* **TASK STATEMENT**: Please output the entries below from the line that contains "--- a/fake-it-till'-you-make-it/Scripts/ui.gd" through the final line, reproduced exactly and alone.

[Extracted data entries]
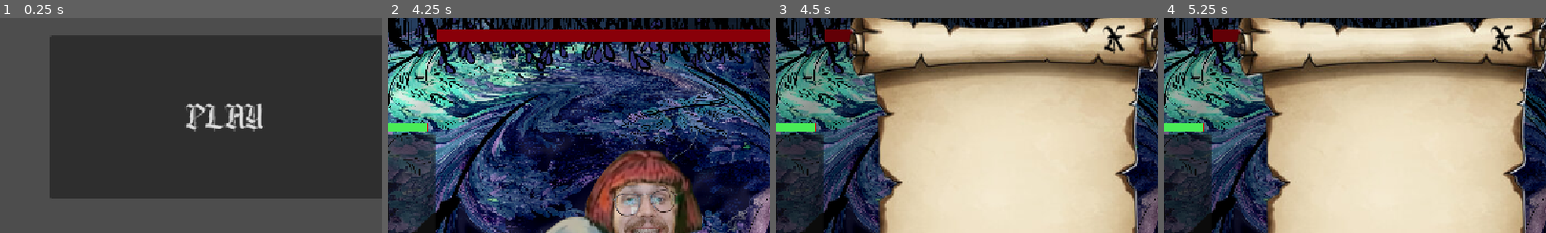
Above: before the commit, frames 1-4 (left to right).
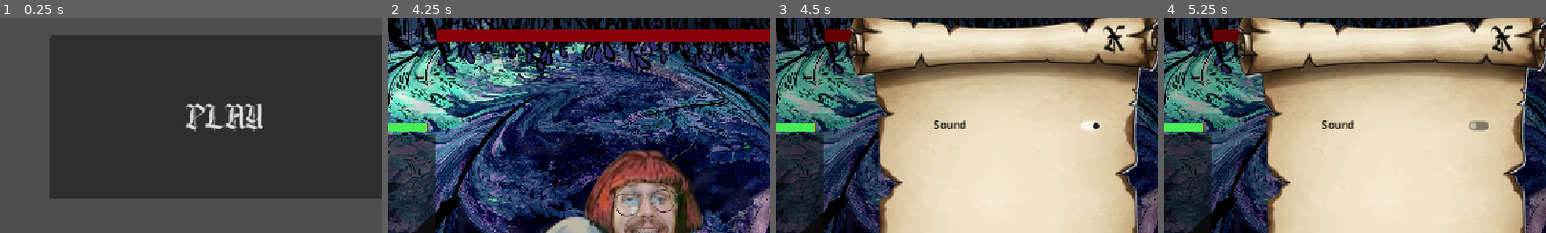
Above: after the commit, the same moments.

Repository: kkentia/Multimodal-Emotion-Recognition
Game: Godot game, scene res://Scences/StartScreen.tscn
The game is run twice, just before and just after one commit, with the same random seed, the same clock (stepped at 60 frames per second) and the same inputs. Sound files missing from this copy of the repository are replaced by a short silence.
Inputs (mouse positions are % of the whole screen's width and height, from its top left):
- Up to frame 1 (0.25 s): no input
- Up to frame 2 (4.25 s): click "PLAY" at 0.5 s; click (91, 86) at 1.25 s; click (91, 86) at 2 s; click (91, 86) at 2.75 s; click "X" at 3.5 s
- Up to frame 3 (4.5 s): click (96, 5) at 4.25 s
- Up to frame 4 (5.25 s): click (61, 33) at 5 s, where only the run after the commit has a clickable "Sound"
The pictures show only the part of the screen within x 20-70%, y 8-58%; the shares and areas given below are measured in that part.

Frames 1-2 are identical in both runs. In frame 3, 0.4% of the frame differs, in the area x 41-85%, y 47-52%; in frame 4, 0.5%, in the area x 41-85%, y 47-53%.

Commit message:
added music and mute button in settings

Diff:
--- a/fake-it-till'-you-make-it/Scences/MainLVL.tscn
+++ b/fake-it-till'-you-make-it/Scences/MainLVL.tscn
@@ -5,6 +5,7 @@
 [ext_resource type="PackedScene" uid="uid://c513305fso2k3" path="res://Scences/Enemy.tscn" id="2_er1sx"]
 [ext_resource type="Texture2D" uid="uid://bkmbmvvmmcgao" path="res://Assets/Sprites/foregroundNight.png" id="3_1dgwv"]
 [ext_resource type="PackedScene" uid="uid://t67hw7bgruuh" path="res://Scences/ui.tscn" id="5_otse2"]
+[ext_resource type="AudioStream" uid="uid://25mbv8fy2msn" path="res://Assets/Audio/lvlupjam_lvl1_night.wav" id="6_n0bbk"]
 
 [node name="MainLvl" type="Node2D" unique_id=534353231]
 script = ExtResource("1_y8r8y")
@@ -24,3 +25,9 @@
 texture = ExtResource("3_1dgwv")
 
 [node name="UI" parent="." unique_id=1263911513 instance=ExtResource("5_otse2")]
+
+[node name="AudioStreamPlayer2D" type="AudioStreamPlayer2D" parent="." unique_id=702303410]
+stream = ExtResource("6_n0bbk")
+autoplay = true
+
+[connection signal="finished" from="AudioStreamPlayer2D" to="." method="_on_audio_stream_player_2d_finished"]
--- a/fake-it-till'-you-make-it/Scences/ui.tscn
+++ b/fake-it-till'-you-make-it/Scences/ui.tscn
@@ -182,6 +182,22 @@
 text = "QUIT GAME"
 flat = true
 
+[node name="AudioCheckButton" type="CheckButton" parent="Settings/settings/TextureRect" unique_id=550024274]
+layout_mode = 0
+offset_left = 397.0
+offset_top = 200.0
+offset_right = 441.0
+offset_bottom = 224.0
+
+[node name="Label" type="Label" parent="Settings/settings/TextureRect/AudioCheckButton" unique_id=1614125792]
+layout_mode = 0
+offset_left = -215.0
+offset_top = -2.0
+offset_right = -166.0
+offset_bottom = 21.0
+theme_override_colors/font_color = Color(0, 0, 0, 1)
+text = "Sound"
+
 [node name="PlayerHealthBar" type="ProgressBar" parent="." unique_id=120560318]
 offset_left = 20.0
 offset_top = 209.0
@@ -200,3 +216,4 @@
 [connection signal="pressed" from="Settings" to="." method="_on_settings_pressed"]
 [connection signal="pressed" from="Settings/settings/TextureRect/CloseBtn" to="." method="_on_close_btn_pressed"]
 [connection signal="pressed" from="Settings/settings/TextureRect/ExitGame" to="." method="_on_exit_game_pressed"]
+[connection signal="toggled" from="Settings/settings/TextureRect/AudioCheckButton" to="." method="_on_check_button_toggled"]
--- a/fake-it-till'-you-make-it/Scripts/main_lvl.gd
+++ b/fake-it-till'-you-make-it/Scripts/main_lvl.gd
@@ -4,7 +4,7 @@
 
 @onready var ui = $UI
 @onready var enemy = $Enemy
-
+@onready var audio_stream = $AudioStreamPlayer2D
 
 
 #player stats:
@@ -45,3 +45,8 @@
 		if player_current_health > player_max_health:
 			player_current_health=player_current_health
 		ui.update_player_health(player_current_health)
+
+
+
+func _on_audio_stream_player_2d_finished() -> void:
+	audio_stream.play() #does i loop (i hope)
--- a/fake-it-till'-you-make-it/Scripts/ui.gd
+++ b/fake-it-till'-you-make-it/Scripts/ui.gd
@@ -8,6 +8,8 @@
 @onready var settings = $Settings/settings
 @onready var tutorial = $tutorial
 @onready var player_health_bar =$PlayerHealthBar
+@onready var audio_stream = $"../AudioStreamPlayer2D"
+@onready var audio_check_button= $Settings/settings/TextureRect/AudioCheckButton
 
 # UDP listeners
 # := sets the variable type to whatever is on the other side of the equal sign
@@ -18,6 +20,7 @@
 	opened_book.visible= false
 	settings.visible=false
 	tutorial.visible=true
+	audio_check_button.button_pressed=true
 
 
 
@@ -98,3 +101,14 @@
 
 func _on_open_tutorial_pressed() -> void:
 	tutorial.visible=true
+
+
+
+
+
+
+
+func _on_check_button_toggled(toggled_on: bool) -> void:
+	if toggled_on:
+		audio_stream.volume_db= 0 #unmute
+	else: audio_stream.volume_db=-100 ##not audible to human ear
Not shown, added: fake-it-till'-you-make-it/Assets/Audio/lvlupjam_lvl1_night.wav.import
Not shown, added: fake-it-till'-you-make-it/Assets/Audio/lvlupjam_lvl1_night.wav

* **SOLUTION TO THIS PROBLEM**:
--- a/fake-it-till'-you-make-it/Scripts/ui.gd
+++ b/fake-it-till'-you-make-it/Scripts/ui.gd
@@ -8,6 +8,8 @@
 @onready var settings = $Settings/settings
 @onready var tutorial = $tutorial
 @onready var player_health_bar =$PlayerHealthBar
+@onready var audio_stream = $"../AudioStreamPlayer2D"
+@onready var audio_check_button= $Settings/settings/TextureRect/AudioCheckButton
 
 # UDP listeners
 # := sets the variable type to whatever is on the other side of the equal sign
@@ -18,6 +20,7 @@
 	opened_book.visible= false
 	settings.visible=false
 	tutorial.visible=true
+	audio_check_button.button_pressed=true
 
 
 
@@ -98,3 +101,14 @@
 
 func _on_open_tutorial_pressed() -> void:
 	tutorial.visible=true
+
+
+
+
+
+
+
+func _on_check_button_toggled(toggled_on: bool) -> void:
+	if toggled_on:
+		audio_stream.volume_db= 0 #unmute
+	else: audio_stream.volume_db=-100 ##not audible to human ear
Not shown, added: fake-it-till'-you-make-it/Assets/Audio/lvlupjam_lvl1_night.wav.import
Not shown, added: fake-it-till'-you-make-it/Assets/Audio/lvlupjam_lvl1_night.wav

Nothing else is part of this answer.